而就在众人惊疑之际,此刻左吏突然直挺挺的从地上站起身,身上的气息与之前完全不同,就好似换了一个人一样。
“让我看看是谁在欺负我家小崽子。”一阵森然的话语声从左吏口中传出,随即双目缓缓睁开。
一道璀璨的金色光芒从左吏瞳孔当中释放出来,眨眼间之前嚣张的人影此刻直接被这道金色光芒镇压在地,一点反抗的能力都没有。
“不可能,这怎么可能,那个族群的人难道还有活着的?这不应该啊,盘古开天辟地之后,盘古氏不应该还有活人存于世间,这是怎么回事?”
人影此刻好似魔怔了一样,口中不停的喃喃自语,语速逐渐变得飞快,整个人陷入一种癫狂的状态。
那种感觉就好似一个人在面对一位神灵,明知不敌之后展现出来的那种无力感其中还夹杂着强烈的不甘。
“哦?盘古氏?以我的名字命名的氏族?开天辟地又是为何?天地难道本不就是早就存在的么?”
此刻操控着左吏肉身的老古看着癫狂的人影,眼神中泛起一丝不解,在他的印象当中天地本就存在,自己也不可能做到开天辟地。
难道这里的天地指的不是同一种东西?一时之间打算拍死人影的老古愣在原地,思索着目前遇见的事情,可惜一时半会根本想不明白这是怎么回事。
而此刻在红尘这边正在注视着归墟当中的情况,一旁几个金甲男子此时也露出一抹不解之色。
“少昊一族……跟盘古氏有关系?这倒是没什么问题,毕竟都是古老氏族,但左吏怎么可能跟盘古挂上钩呢?”
此时,之前帮助红尘推演陈硕真的安世,有些想不明白的开口问道,红尘闻言则是露出一抹笑容,好似早就猜到了这里发生的事情。

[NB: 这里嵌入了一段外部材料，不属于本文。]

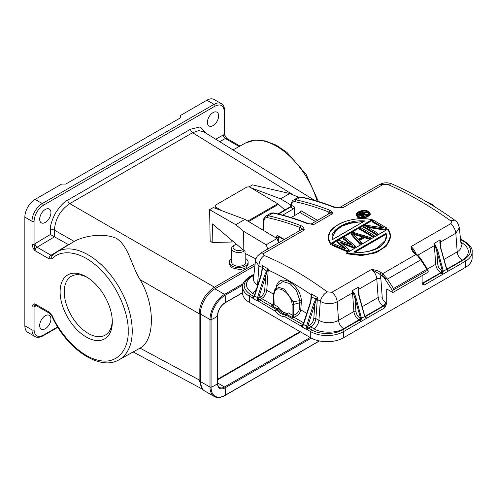 <?xml version="1.0" encoding="UTF-8"?>
<svg xmlns="http://www.w3.org/2000/svg" width="497" height="497" viewBox="0 0 497 497"><rect width="100%" height="100%" fill="white"/><g stroke="black" fill="none" stroke-linecap="round" stroke-linejoin="round"><path stroke-width="0.75" d="M86.211 337.016A36.908 21.309 60 0 1 60.118 291.807A36.908 21.309 60 0 1 86.211 276.742A36.908 21.309 60 0 1 86.677 277.015A36.908 21.309 60 0 1 112.31 321.41A36.908 21.309 60 0 1 86.211 337.016M87.702 277.649A33.964 19.607 -120 0 0 71.382 276.22A33.964 19.607 -120 0 0 66.045 303.406A33.964 19.607 -120 0 0 88.261 333.431A33.964 19.607 -120 0 0 105.345 335.053A33.964 19.607 -120 0 0 112.266 320.205M314.676 200.415L203.608 131.736L198.732 130.636L192.587 132.705L69.766 203.615C60.311 210.144 55.198 219.003 54.428 230.186L74.215 241.43L56.72 252.041A62.243 35.939 60 0 1 88.224 254.893A62.243 35.939 60 0 1 128.99 310.097A62.243 35.939 60 0 1 118.957 359.84L140.024 348.124L199.123 379.901L202.465 389.008M74.065 241.523C83.011 236.317 102.015 232.403 116.168 238.2C128.667 246.139 130.5 263.516 140.024 279.6C155.163 304.462 155.163 340.153 140.024 348.124M213.033 112.614A7.952 4.591 -60 0 1 217.009 112.216A7.952 4.591 -60 0 1 218.226 118.59A7.952 4.591 -60 0 1 213.033 125.604A7.952 4.591 -60 0 1 209.057 125.996A7.952 4.591 -60 0 1 207.833 119.622A7.952 4.591 -60 0 1 213.033 112.614M45.302 209.448A7.952 4.591 -60 0 1 49.284 209.057A7.952 4.591 -60 0 1 50.501 215.431A7.952 4.591 -60 0 1 45.302 222.439A7.952 4.591 -60 0 1 41.326 222.836A7.952 4.591 -60 0 1 40.108 216.462A7.952 4.591 -60 0 1 45.302 209.448M45.302 315.738A7.952 4.591 -60 0 1 49.284 315.34A7.952 4.591 -60 0 1 50.501 321.714A7.952 4.591 -60 0 1 45.302 328.728A7.952 4.591 -60 0 1 41.326 329.12A7.952 4.591 -60 0 1 40.108 322.746A7.952 4.591 -60 0 1 45.302 315.738M241.567 385.927A5.641 3.255 0 0 0 242.691 385.423L243.716 384.833A7.088 4.094 0 0 0 244.71 384.113M242.468 385.405A7.088 4.094 0 0 0 243.716 384.833M242.729 249.569A5.641 3.255 180 0 1 234.323 249.339A5.641 3.255 180 0 1 234.714 244.984A5.641 3.255 180 0 1 236.497 244.288M244.561 250.774A7.088 4.094 180 0 1 233.199 251.047A7.088 4.094 180 0 1 231.614 248.469A7.088 4.094 180 0 1 233.689 245.574L234.714 244.984M245.791 253.868L245.791 262.167A7.088 4.094 180 0 1 241.07 266.025A7.088 4.094 180 0 1 233.199 264.746A7.088 4.094 180 0 1 231.614 262.167L231.614 248.469M245.791 258.602A9.4 5.43 180 0 1 246.003 258.744A9.4 5.43 180 0 1 248.102 262.167A9.4 5.43 180 0 1 241.846 267.28A9.4 5.43 180 0 1 231.403 265.584A9.4 5.43 180 0 1 229.303 262.167A9.4 5.43 180 0 1 231.614 258.602M229.303 262.167L229.303 264.155L231.403 267.653L240.287 269.709L246.04 267.777L248.102 264.342L248.102 262.167M295.771 354.634A5.641 3.255 0 0 0 296.895 354.131L297.92 353.535A7.088 4.094 0 0 0 298.914 352.814M296.672 354.112A7.088 4.094 0 0 0 297.92 353.535M294.578 207.069A1.448 0.832 -60 0 1 293.553 208.839L290.59 207.125A1.448 0.832 120 0 0 291.609 205.354L294.578 207.069L294.578 215.568M293.553 208.839L282.65 215.133M291.105 217.574L299.896 212.499A1.448 0.832 120 0 0 300.915 210.728L317.533 220.32M267.597 217.661A1.448 1.044 -77.6 0 1 268.312 215.766A347.794 200.8 60 0 1 300.927 225.669L300.07 227.52C289.068 223.283 278.245 219.991 267.597 217.661C265.336 217.338 264.137 218.525 263.994 221.221L263.994 230.751M298.989 231.03L300.07 227.52L304.263 230.012L264.174 253.159C262.894 254.042 262.925 254.831 264.261 255.52C285.471 264.385 306.444 276.5 327.194 291.851L331.934 292.279L371.514 269.43L379.801 274.145L383.87 277.314L382.504 274.847L382.603 273.729A347.794 200.8 -120 0 0 380.988 272.486L379.801 274.145L380.864 278.655L382.218 297.299A2.895 1.516 -4.2 0 0 378.136 297.51L376.782 278.867A8.679 5.007 -120 0 0 371.514 269.43C375.956 270.045 379.112 271.064 380.988 272.486M415.188 253.712L414.33 253.234A347.794 200.8 60 0 1 415.946 254.483L382.603 273.729L387.436 279.109L393.518 288.515L426.861 269.268L428.01 269.933L428.246 272.076L392.86 292.509L392.86 291.217L383.87 277.314L385.517 278.575L387.436 279.109L420.773 259.863L420.213 257.918L418.244 255.719L417.53 255.085L417.896 256.235L415.946 254.483L417.598 255.141M358.008 212.188L356.15 214.859L358.095 217.338L365.295 217.953L370.277 213.977L368.501 211.529M360.952 218.674L358.095 217.86L356.15 214.872C356.063 211.498 364.183 209.026 368.265 211.324L370.277 214.493L363.997 218.686M372.458 220.351L330.536 244.555L330.536 244.033L372.458 219.829L372.458 220.351M336.146 225.899L330.263 231.416L328.194 237.554L330.611 243.611C319.689 230.614 347.863 214.35 372.042 219.693L330.611 243.611M330.536 244.555L328.194 237.578C328.281 232.161 332.369 227.44 340.445 223.401C350.981 218.45 363.903 217.63 372.29 219.699M355.579 246.76L353.454 247.984L353.454 247.456L355.579 246.232L355.579 246.76M350.05 244.344L343.067 238.802L343.067 238.28L344.657 237.361L355.579 246.232M343.067 238.28L352.385 245.332L343.365 238.1L343.067 238.28M332.027 244.574L333.518 243.71L345.39 248.711L337.227 241.648L337.227 242.169L343.831 248.028M349.149 249.798L339.954 241.784L353.429 247.102L353.454 247.456L340.787 242.443L349.205 249.91L347.086 251.134L347.068 250.774L332.276 244.505L331.921 244.717L331.921 245.238L347.086 251.662L347.086 251.134L331.921 244.717L333.53 243.778L345.974 249.034L337.519 241.474L339.376 240.405L352.385 245.332M349.205 249.91L349.205 250.432L347.086 251.662M353.454 247.984L341.998 243.418M370.439 238.181L368.842 239.094L368.842 238.572L370.439 237.653L370.439 238.181M359.822 244.307L361.412 243.387L361.412 242.865L361.139 242.648L361.412 242.865L359.822 243.785L359.89 243.368L351.304 233.515L351.025 233.683L351.025 234.205L359.822 244.307L359.822 243.785L351.025 233.683L353.193 232.428L370.439 237.653L370.054 237.504L368.842 238.572L364.456 237.162L364.456 237.684L359.48 240.554M374.154 236.032L372.557 236.951L372.557 236.435L374.154 235.516L374.154 236.032M372.564 236.05A348.664 201.304 -120 0 0 359.84 228.589L361.108 227.856A348.664 201.304 60 0 1 373.831 235.323L374.154 235.516L372.564 236.05L372.557 236.435L359.517 228.782L359.517 229.303A347.794 200.8 -120 0 1 372.557 236.951M386.89 228.682L384.498 230.061L384.498 229.533L386.89 228.16L386.89 228.682M383.355 227.887L384.119 227.968L372.253 221.426L372.253 221.948A347.794 200.8 -120 0 1 381.969 227.57M366.488 226.651L365.717 226.216L384.436 229.198L384.498 229.533L365.717 226.216A348.664 201.304 60 0 1 377.546 233.174L377.869 233.366L377.546 233.174L376.272 234.286L363.232 226.638L363.232 227.16A347.794 200.8 -120 0 1 376.272 234.808L376.272 234.286L377.869 233.366L377.869 233.888L376.272 234.808M377.558 233.174L368.55 227.825M384.498 230.061L367.904 227.377M346.198 253.221L346.198 253.737L361.63 255.539L376.173 252.743L386.598 245.94L390.449 236.174L386.821 245.145L377.795 251.532L365.189 254.762L346.198 253.221L388.12 229.018L346.614 252.998C370.781 260.546 398.898 244.313 388.045 229.074L390.449 236.168L388.114 228.962M339.538 207.64A8.679 5.007 60 0 1 342.719 207.808C338.277 207.976 335.121 207.709 333.245 207.013L333.928 206.92C322.864 202.658 311.973 199.347 301.244 196.998A1.448 1.044 102.4 0 0 300.629 197.11L295.926 199.825A8.679 5.007 60 0 0 293.41 200.129C292.59 200.049 291.845 201.571 291.186 204.689A1.448 0.832 0 0 0 291.609 205.28C291.751 202.583 292.95 201.397 295.206 201.72A1.448 1.044 -77.6 0 1 295.926 199.825A347.794 200.8 60 0 1 329.915 210.262L332.22 212.182L332.903 213.48L314.085 224.34L307.009 223.488L311.619 224.048M332.22 212.182L331.462 212.592L332.903 213.48A8.679 5.007 -120 0 0 329.405 213.468L311.147 224.01M329.915 210.262L329.057 212.113L331.462 212.592M417.53 255.085L413.467 251.339L410.988 246.636L450.568 223.787C451.848 222.849 451.816 221.811 450.481 220.674C429.278 205.584 408.298 193.47 387.548 184.337L382.808 184.66L342.719 207.808L333.934 206.92M450.568 223.787C453.55 226.191 455.308 229.334 455.836 233.223L459.309 227.781C458.414 223.886 456.892 221.351 454.73 220.177L450.481 220.674M414.33 253.234C412.498 251.793 411.386 249.593 410.988 246.636A8.679 5.007 60 0 1 415.821 253.756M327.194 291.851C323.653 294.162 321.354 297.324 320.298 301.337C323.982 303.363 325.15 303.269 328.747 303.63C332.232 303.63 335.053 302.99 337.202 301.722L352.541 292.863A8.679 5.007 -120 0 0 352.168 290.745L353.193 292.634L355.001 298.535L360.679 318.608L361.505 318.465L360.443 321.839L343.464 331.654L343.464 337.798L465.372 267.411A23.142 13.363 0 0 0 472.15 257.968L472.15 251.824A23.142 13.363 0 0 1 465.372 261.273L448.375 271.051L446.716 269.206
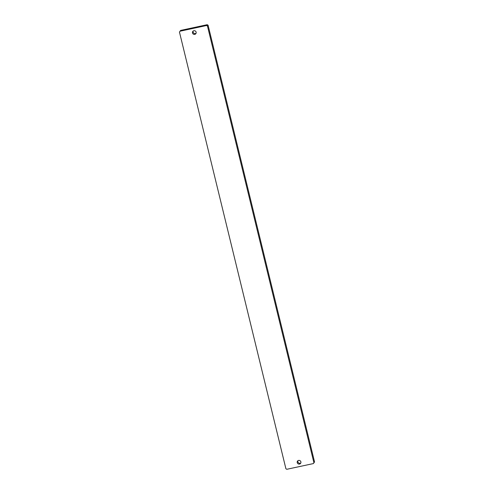 <?xml version="1.0" encoding="UTF-8"?>
<svg xmlns="http://www.w3.org/2000/svg" width="494" height="494" viewBox="0 0 494 494"><rect width="100%" height="100%" fill="white"/><g stroke="black" fill="none" stroke-linecap="round" stroke-linejoin="round"><path stroke-width="0.74" d="M196.056 33.283A1.896 1.84 38.2 0 1 193.197 31.036M193.87 30.739A1.896 1.84 38.2 0 1 195.803 33.728A1.896 1.84 38.2 0 1 192.746 33.536A1.896 1.84 38.2 0 1 193.87 30.739M300.803 462.964A1.896 1.84 38.2 0 1 297.944 460.717M298.617 460.42A1.896 1.84 38.2 0 1 300.543 463.415A1.896 1.84 38.2 0 1 297.487 463.218A1.896 1.84 38.2 0 1 298.617 460.42M179.989 31.221L206.591 25.503L207.221 24.7L208.091 25.25L314.542 461.927L313.381 463.582L286.779 469.3L285.909 468.75L179.458 32.073L180.619 30.418L207.221 24.7M208.091 25.25L207.461 26.052L313.912 462.73L314.542 461.927M313.381 463.582L313.912 462.73M207.461 26.052L206.591 25.503"/></g></svg>
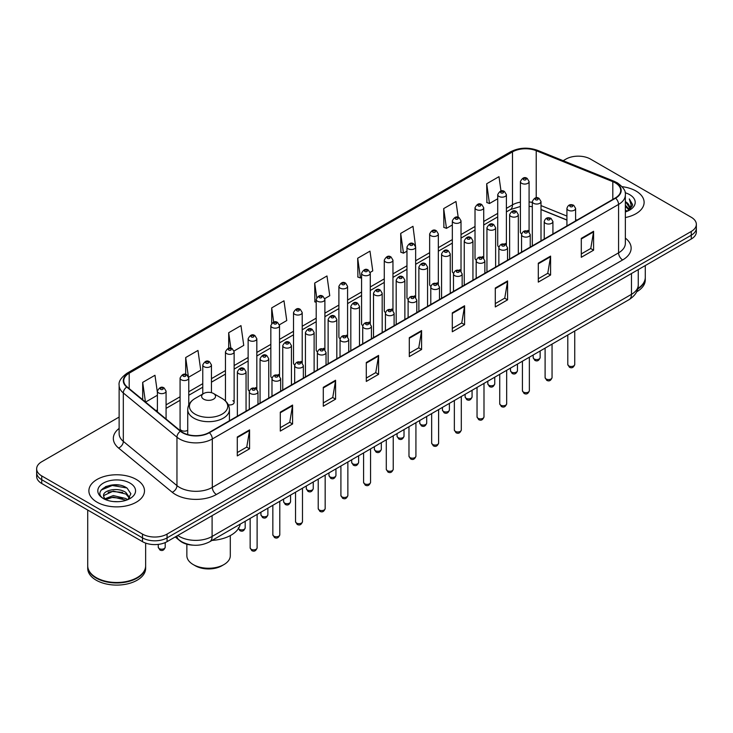 <?xml version="1.0" encoding="UTF-8"?>
<svg xmlns="http://www.w3.org/2000/svg" width="733" height="733" viewBox="0 0 733 733"><rect width="100%" height="100%" fill="white"/><g stroke="black" fill="none" stroke-linecap="round" stroke-linejoin="round"><path stroke-width="1.1" d="M505.129 243.484A4.343 2.511 0 0 1 506.393 245.143L506.402 194.657A4.343 2.511 180 0 1 503.718 196.975A4.343 2.511 180 0 1 498.981 196.426A4.343 2.511 180 0 1 497.716 194.657L497.716 245.253A4.343 2.511 0 0 0 498.935 247.003M483.716 258.245L483.716 207.751A4.343 2.511 180 0 1 481.031 210.069A4.343 2.511 180 0 1 476.294 209.528A4.343 2.511 180 0 1 475.021 207.751L475.021 258.355A4.343 2.511 0 0 0 476.248 260.096M459.747 269.68A4.343 2.511 0 0 1 461.02 271.338L461.02 220.853A4.343 2.511 180 0 1 458.345 223.171A4.343 2.511 180 0 1 453.608 222.63A4.343 2.511 180 0 1 452.334 220.853L452.334 271.448A4.343 2.511 0 0 0 453.562 273.198M437.06 282.782A4.343 2.511 0 0 1 438.334 284.441L438.334 233.955A4.343 2.511 180 0 1 435.649 236.273A4.343 2.511 180 0 1 430.922 235.724A4.343 2.511 180 0 1 429.648 233.955L429.648 284.551A4.343 2.511 0 0 0 430.867 286.291M414.374 295.875A4.343 2.511 0 0 1 415.638 297.534L415.648 247.048A4.343 2.511 180 0 1 412.963 249.367A4.343 2.511 180 0 1 408.235 248.826A4.343 2.511 180 0 1 406.962 247.048L406.962 297.653A4.343 2.511 0 0 0 408.18 299.394M392.961 310.645L392.961 260.151A4.343 2.511 180 0 1 390.277 262.469A4.343 2.511 180 0 1 385.54 261.919A4.343 2.511 180 0 1 384.275 260.151L384.275 310.746A4.343 2.511 0 0 0 385.494 312.496M369.001 322.071A4.343 2.511 0 0 1 370.266 323.739L370.275 273.253A4.343 2.511 180 0 1 367.59 275.562A4.343 2.511 180 0 1 362.853 275.022A4.343 2.511 180 0 1 361.58 273.253L361.58 323.849A4.343 2.511 0 0 0 362.808 325.589M347.579 336.841L347.579 286.346A4.343 2.511 180 0 1 344.904 288.665A4.343 2.511 180 0 1 340.167 288.124A4.343 2.511 180 0 1 338.893 286.346L338.893 336.951A4.343 2.511 0 0 0 340.121 338.692M323.62 348.276A4.343 2.511 0 0 1 324.893 349.934L324.893 299.449A4.343 2.511 180 0 1 322.208 301.767A4.343 2.511 180 0 1 317.481 301.217A4.343 2.511 180 0 1 316.207 299.449L316.207 350.044A4.343 2.511 0 0 0 317.426 351.794M302.207 363.037L302.207 312.542A4.343 2.511 180 0 1 299.522 314.86A4.343 2.511 180 0 1 294.794 314.32A4.343 2.511 180 0 1 293.521 312.542L293.521 363.147A4.343 2.511 0 0 0 294.739 364.887M278.247 374.471A4.343 2.511 0 0 1 279.511 376.13L279.52 325.644A4.343 2.511 180 0 1 276.836 327.963A4.343 2.511 180 0 1 272.099 327.422A4.343 2.511 180 0 1 270.834 325.644L270.834 376.24A4.343 2.511 0 0 0 272.053 377.99M255.56 387.574A4.343 2.511 0 0 1 256.825 389.232L256.825 338.747A4.343 2.511 180 0 1 254.149 341.065A4.343 2.511 180 0 1 249.412 340.515A4.343 2.511 180 0 1 248.139 338.747L248.139 389.342A4.343 2.511 0 0 0 249.367 391.083M188.766 405.001L188.766 378.045A4.343 2.511 180 0 1 186.081 380.354A4.343 2.511 180 0 1 181.353 379.813A4.343 2.511 180 0 1 180.08 378.045L180.08 428.64A4.343 2.511 0 0 0 181.353 430.408A4.343 2.511 0 0 0 187.73 430.262M527.815 230.382A4.343 2.511 0 0 1 529.079 232.04L529.089 181.555A4.343 2.511 180 0 1 526.404 183.873A4.343 2.511 180 0 1 521.676 183.332A4.343 2.511 180 0 1 520.403 181.555L520.403 232.159A4.343 2.511 0 0 0 521.621 233.9M566.921 220.092L541.009 209.611M483.707 258.245A4.343 2.511 0 0 0 482.442 256.577M392.952 310.636A4.343 2.511 0 0 0 391.688 308.978M347.579 336.832A4.343 2.511 0 0 0 346.306 335.173M302.198 363.037A4.343 2.511 0 0 0 300.933 361.369M228.302 404.799A4.343 2.511 0 0 0 234.139 402.444A4.343 2.511 0 0 0 232.865 400.667M193.081 545.16A17.372 10.033 180 0 1 180.061 540.908L175.242 536.932M119.003 485.081A23.163 13.377 0 0 0 105.442 486.694M119.131 417.059L41.735 461.744A17.372 10.033 0 0 0 36.65 468.836L36.65 476.404A17.372 10.033 0 0 0 41.735 483.496L142.486 541.66A17.372 10.033 0 0 0 167.06 541.66L691.265 239.013A17.372 10.033 0 0 0 696.35 231.921L696.35 228.137A17.372 10.033 0 0 1 691.265 235.229A17.372 10.033 0 0 0 696.35 228.137L696.35 224.353A17.372 10.033 0 0 0 691.265 217.261L590.514 159.098A17.372 10.033 0 0 0 565.94 159.098L563.173 160.692M36.65 468.836A17.372 10.033 0 0 0 41.735 475.928L142.486 534.091A17.372 10.033 0 0 0 167.06 534.091L167.06 537.875L691.265 235.229L167.06 537.875A17.372 10.033 0 0 1 142.486 537.875A17.372 10.033 0 0 0 167.06 537.875L167.06 541.66M41.735 475.928L41.735 479.712L142.486 537.875L41.735 479.712A17.372 10.033 0 0 1 36.65 472.62A17.372 10.033 0 0 0 41.735 479.712L41.735 483.496M635.978 191.011A27.799 16.053 0 0 0 622.088 186.668A27.799 16.053 0 0 1 635.978 191.011A27.799 16.053 0 0 1 644.115 202.363A27.799 16.053 0 0 0 635.978 191.011M136.338 479.474A27.799 16.053 0 0 0 106.047 475.992A27.799 16.053 0 0 0 88.885 490.826A27.799 16.053 0 0 0 97.022 502.169A27.799 16.053 0 0 0 127.322 505.651A27.799 16.053 0 0 0 144.483 490.826A27.799 16.053 0 0 0 136.338 479.474A27.799 16.053 0 0 0 106.047 475.992A27.799 16.053 0 0 0 88.885 490.826A27.799 16.053 0 0 0 97.022 502.169A27.799 16.053 0 0 0 127.322 505.651A27.799 16.053 0 0 0 144.483 490.826A27.799 16.053 0 0 0 136.338 479.474M615.289 182.856A18.536 10.702 180 0 1 620.723 190.424A18.536 10.702 180 0 1 615.289 197.992L209.033 432.543A18.536 10.702 180 0 1 180.749 431.114L127.111 386.887A18.536 10.702 180 0 1 123.758 380.748A18.536 10.702 180 0 1 129.191 373.189L512.486 151.887A18.536 10.702 180 0 1 536.217 150.696L612.815 181.656A18.536 10.702 180 0 1 615.289 182.856M615.619 182.664A18.994 10.968 0 0 0 613.081 181.436L536.483 150.476A18.994 10.968 0 0 0 512.156 151.704L128.861 372.996A18.994 10.968 0 0 0 126.736 387.042L180.364 431.261A18.994 10.968 0 0 0 209.363 432.727L615.619 198.176A18.994 10.968 0 0 0 615.619 182.664M237.29 436.987L237.29 455.899L249.577 448.807L249.577 429.895L237.29 436.987M237.29 452.545L246.755 447.084L249.532 430.518A4.636 2.675 -120 0 0 249.577 429.895M246.673 447.13L249.577 448.807M280.29 412.157L280.29 431.077L292.577 423.986L292.577 405.065L280.29 412.157M280.29 427.715L289.755 422.254L292.531 405.697A4.636 2.675 -120 0 0 292.577 405.065M289.672 422.3L292.577 423.986M323.29 387.336L323.29 406.247L335.577 399.155L335.577 380.244L323.29 387.336M323.29 402.893L332.755 397.433L335.531 380.867A4.636 2.675 -120 0 0 335.577 380.244M332.672 397.478L335.577 399.155M366.298 362.505L366.298 381.426L378.585 374.325L378.585 355.413L366.298 362.505M366.298 378.063L375.754 372.602L378.53 356.046A4.636 2.675 -120 0 0 378.585 355.413M375.672 372.648L378.585 374.325M581.296 238.372L581.296 257.292L593.583 250.2L593.583 231.28L581.296 238.372M581.296 253.93L590.761 248.469L593.538 231.912A4.636 2.675 -120 0 0 593.583 231.28M590.679 248.514L593.583 250.2M538.297 263.202L538.297 282.113L550.584 275.022L550.584 256.11L538.297 263.202M538.297 278.76L547.762 273.299L550.538 256.733A4.636 2.675 -120 0 0 550.584 256.11M547.679 273.345L550.584 275.022M495.297 288.023L495.297 306.944L507.584 299.852L507.584 280.931L495.297 288.023M495.297 303.59L504.762 298.12L507.538 281.564A4.636 2.675 -120 0 0 507.584 280.931M504.68 298.175L507.584 299.852M452.298 312.854L452.298 331.765L464.585 324.673L464.585 305.762L452.298 312.854M452.298 328.411L461.763 322.951L464.53 306.385A4.636 2.675 -120 0 0 464.585 305.762M461.68 322.996L464.585 324.673M409.298 337.684L409.298 356.595L421.585 349.504L421.585 330.583L409.298 337.684M409.298 353.242L418.763 347.772L421.53 331.215A4.636 2.675 -120 0 0 421.585 330.583M418.68 347.827L421.585 349.504M625.35 217.545A27.799 16.053 0 0 0 644.115 202.363A27.799 16.053 0 0 1 625.35 217.545M167.06 534.091L691.265 231.445A17.372 10.033 0 0 0 696.35 224.353M234.038 350.997L243.75 345.39L240.974 325.617L228.696 332.718L228.696 348.23M188.656 377.193L200.75 370.211L197.974 350.447L185.687 357.539L185.687 374.462M157.393 392.476L154.975 375.278L142.688 382.369L142.688 399.732M370.165 272.401L372.758 270.908L369.982 251.144L357.695 258.236L357.896 277.037M415.538 246.206L412.981 226.314L400.694 233.406L400.896 252.207M458.207 217.344L455.981 201.493L443.694 208.584L443.896 227.386M500.996 191.029L498.981 176.662L486.703 183.754L486.895 202.555M279.41 324.801L286.75 320.559L283.983 300.796L271.696 307.887L271.696 323.372M324.783 298.597L329.749 295.729L326.982 275.965L314.695 283.066L314.888 301.859M316.207 302.353L314.695 301.785M314.695 283.066L316.738 297.625M357.695 258.236L360.471 277.999L361.58 277.358M360.471 277.999L357.695 276.964M400.694 233.406L403.471 253.169L406.962 251.162M403.471 253.169L400.694 252.134M443.694 208.584L446.47 228.348L452.334 224.958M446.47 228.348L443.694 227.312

“相传,盘古并非一人,而是一个氏族,这个族群发现天地间只有人与牲畜,故而考虑到天地并无万物,这是一个致命的缺陷。”
“因为没有六道轮回,便没有了生死,没有了阴阳的划分,无法做到周而复始生生不息,故此盘古氏重新开天辟地,全族修改日月,开辟阴阳二气,才有了今天的世界。”
“左吏因为不属于活人也不属于死人,所以是一个特殊的节点,跟盘古氏有关系倒也说得通,只不过这也是我的猜测。”
“现如今只能看左吏从归墟之中归来,能够得到什么好东西吧,倘若是世界之初形成的阴阳二气本源,呵呵,诸位,那样的话游戏应该就快结束了。”
说到这里,红尘脸上的笑容更加浓郁,其余人听到这话嘴角纷纷抽搐起来。
心说你这个红老六是真的狗啊,所有人都在本本分分的争夺位子,努力修炼,发展势力,你特么可倒好,直接找祖宗去了是吧?
“这,这还玩个屁,原始股咋玩?咱们谁能干掉盘古啊?”安世此刻都无语了,直接骂骂咧咧的闪身离开。
要不是无法跳出这个局,他早就撒丫子跑路了,跟盘古干架,这尼玛还不如自己挖个坑给自己埋了更省事一些。
“哎不对,你们也可以想办法摇人啊,我又没拦着你……”见此一幕红尘有些尴尬的说道,其余人听到这话眼睛里纷纷迸发出杀意。
“你说的还是人话吗?我们上哪去找左吏这种背景的人?去踏马的,你玩吧,我们先去干陈硕真。”
说着,众人纷纷消失不见,红尘听到这话有些郁闷,心说自己本来就不是人,为什么要说人话?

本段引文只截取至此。